§ **WHAT TO DO**
Restate the data below word for word, and let no image into your version.

§ **GIVEN ENTRIES**
──────────────────────────────

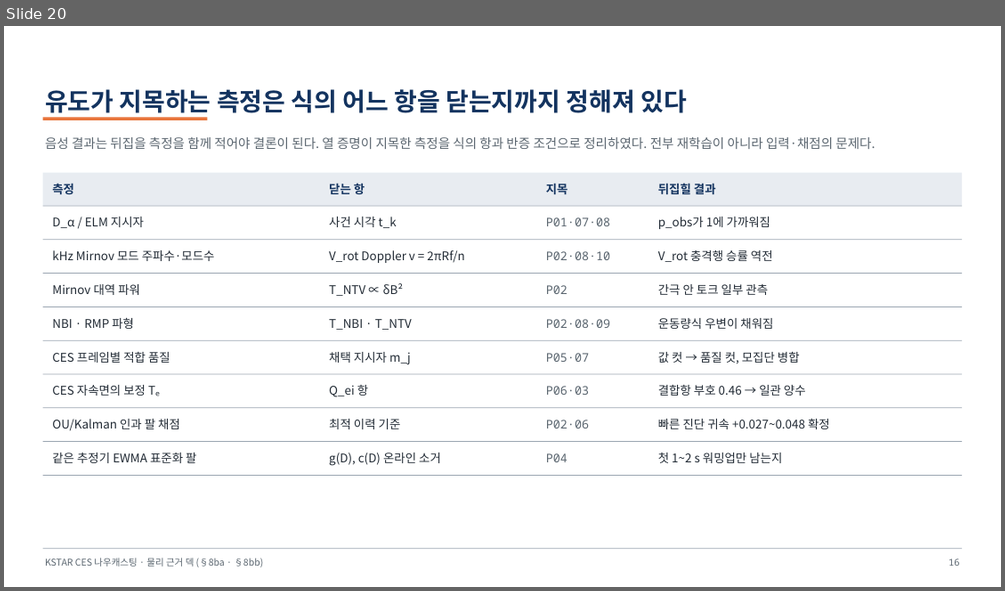
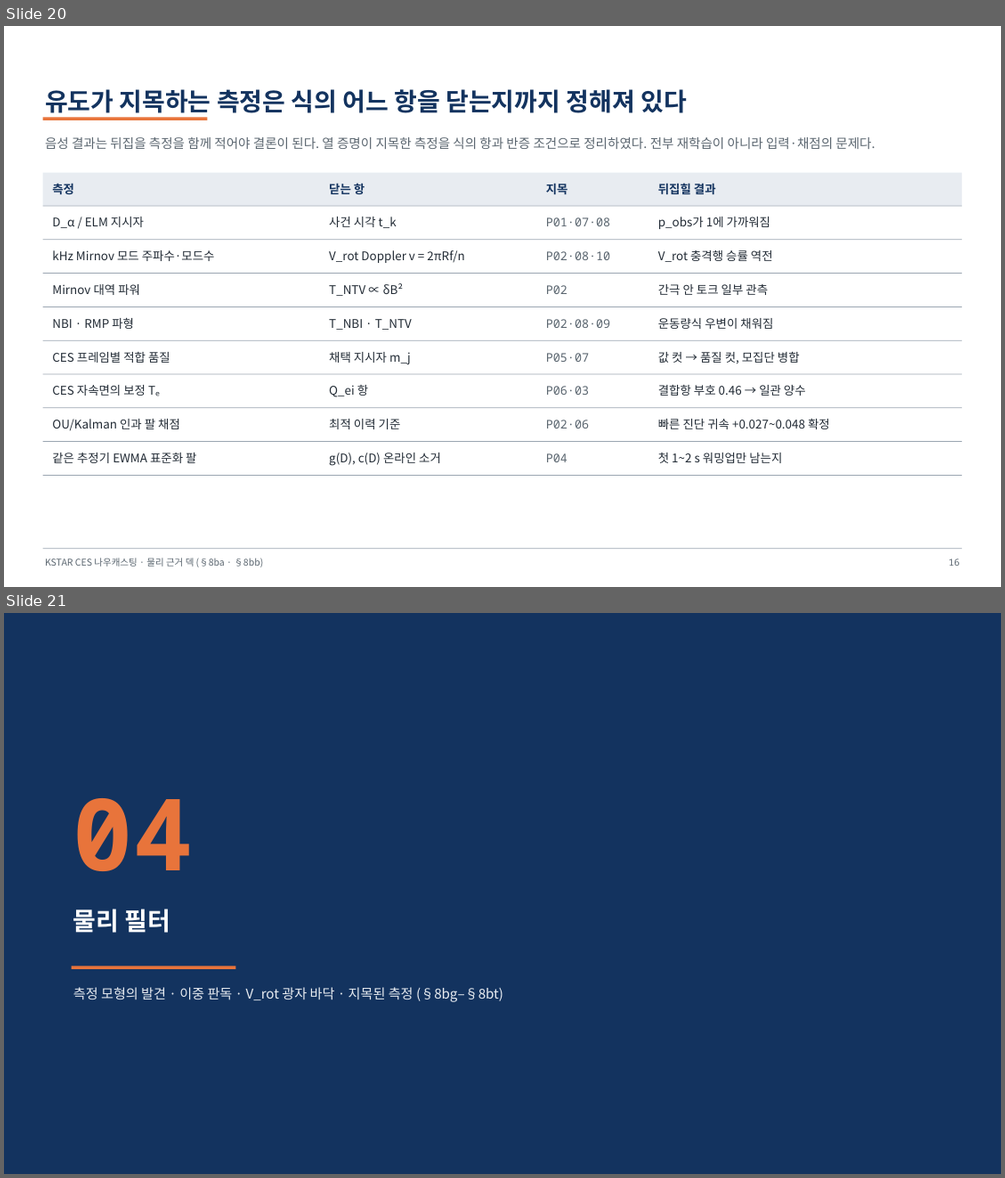
Before and after one commit to iseungsang01/ml-intern-revision, a slide deck: docs/presentation/KSTAR_CES_물리근거.pptx. Shown one above the other, each under a label of ours: slide 20 before the commit, slides 20 and 21 after it. The pictures are 1005x591 and 1005x1178 pixels, drawn with LibreOffice and Linux fonts; fonts in the diff are those of the drawing. Boxes give left, top, right and bottom in pixels: in the first picture for what was removed or moved away, otherwise in the second. Text is boxed around its words. In the diff, an @@ line names an element or a change of style, - is before the commit and + after.

```diff
--- a/docs/presentation/KSTAR_CES_물리근거.pptx
+++ b/docs/presentation/KSTAR_CES_물리근거.pptx
@@ slide 21 added at [4, 613, 1001, 1174], background #FFFFFF @@
@@ rectangle added at [4, 613, 1001, 1174], fill #13335F @@
@@ text added at [73, 798, 193, 871], 96 pt, text #E8743B, bold @@
+04
@@ text added at [73, 908, 171, 933], 24 pt, text #FFFFFF, bold @@
+물리 필터
@@ rectangle added at [72, 966, 235, 969], fill #E8743B @@
@@ text added at [73, 987, 503, 1002], 13 pt, text #E8ECF1 @@
+측정 모형의 발견 · 이중 판독 · V_rot 광자 바닥 · 지목된 측정 (§8bg–§8bt)
```
Also in this commit, not shown: 3 slides changed, 3 other slides added, 2 other files.

──────────────────────────────

§ **WRITTEN SOLUTION**
Before and after one commit to iseungsang01/ml-intern-revision, a slide deck: docs/presentation/KSTAR_CES_물리근거.pptx. Shown one above the other, each under a label of ours: slide 20 before the commit, slides 20 and 21 after it. The pictures are 1005x591 and 1005x1178 pixels, drawn with LibreOffice and Linux fonts; fonts in the diff are those of the drawing. Boxes give left, top, right and bottom in pixels: in the first picture for what was removed or moved away, otherwise in the second. Text is boxed around its words. In the diff, an @@ line names an element or a change of style, - is before the commit and + after.

```diff
--- a/docs/presentation/KSTAR_CES_물리근거.pptx
+++ b/docs/presentation/KSTAR_CES_물리근거.pptx
@@ slide 21 added at [4, 613, 1001, 1174], background #FFFFFF @@
@@ rectangle added at [4, 613, 1001, 1174], fill #13335F @@
@@ text added at [73, 798, 193, 871], 96 pt, text #E8743B, bold @@
+04
@@ text added at [73, 908, 171, 933], 24 pt, text #FFFFFF, bold @@
+물리 필터
@@ rectangle added at [72, 966, 235, 969], fill #E8743B @@
@@ text added at [73, 987, 503, 1002], 13 pt, text #E8ECF1 @@
+측정 모형의 발견 · 이중 판독 · V_rot 광자 바닥 · 지목된 측정 (§8bg–§8bt)
```
Also in this commit, not shown: 3 slides changed, 3 other slides added, 2 other files.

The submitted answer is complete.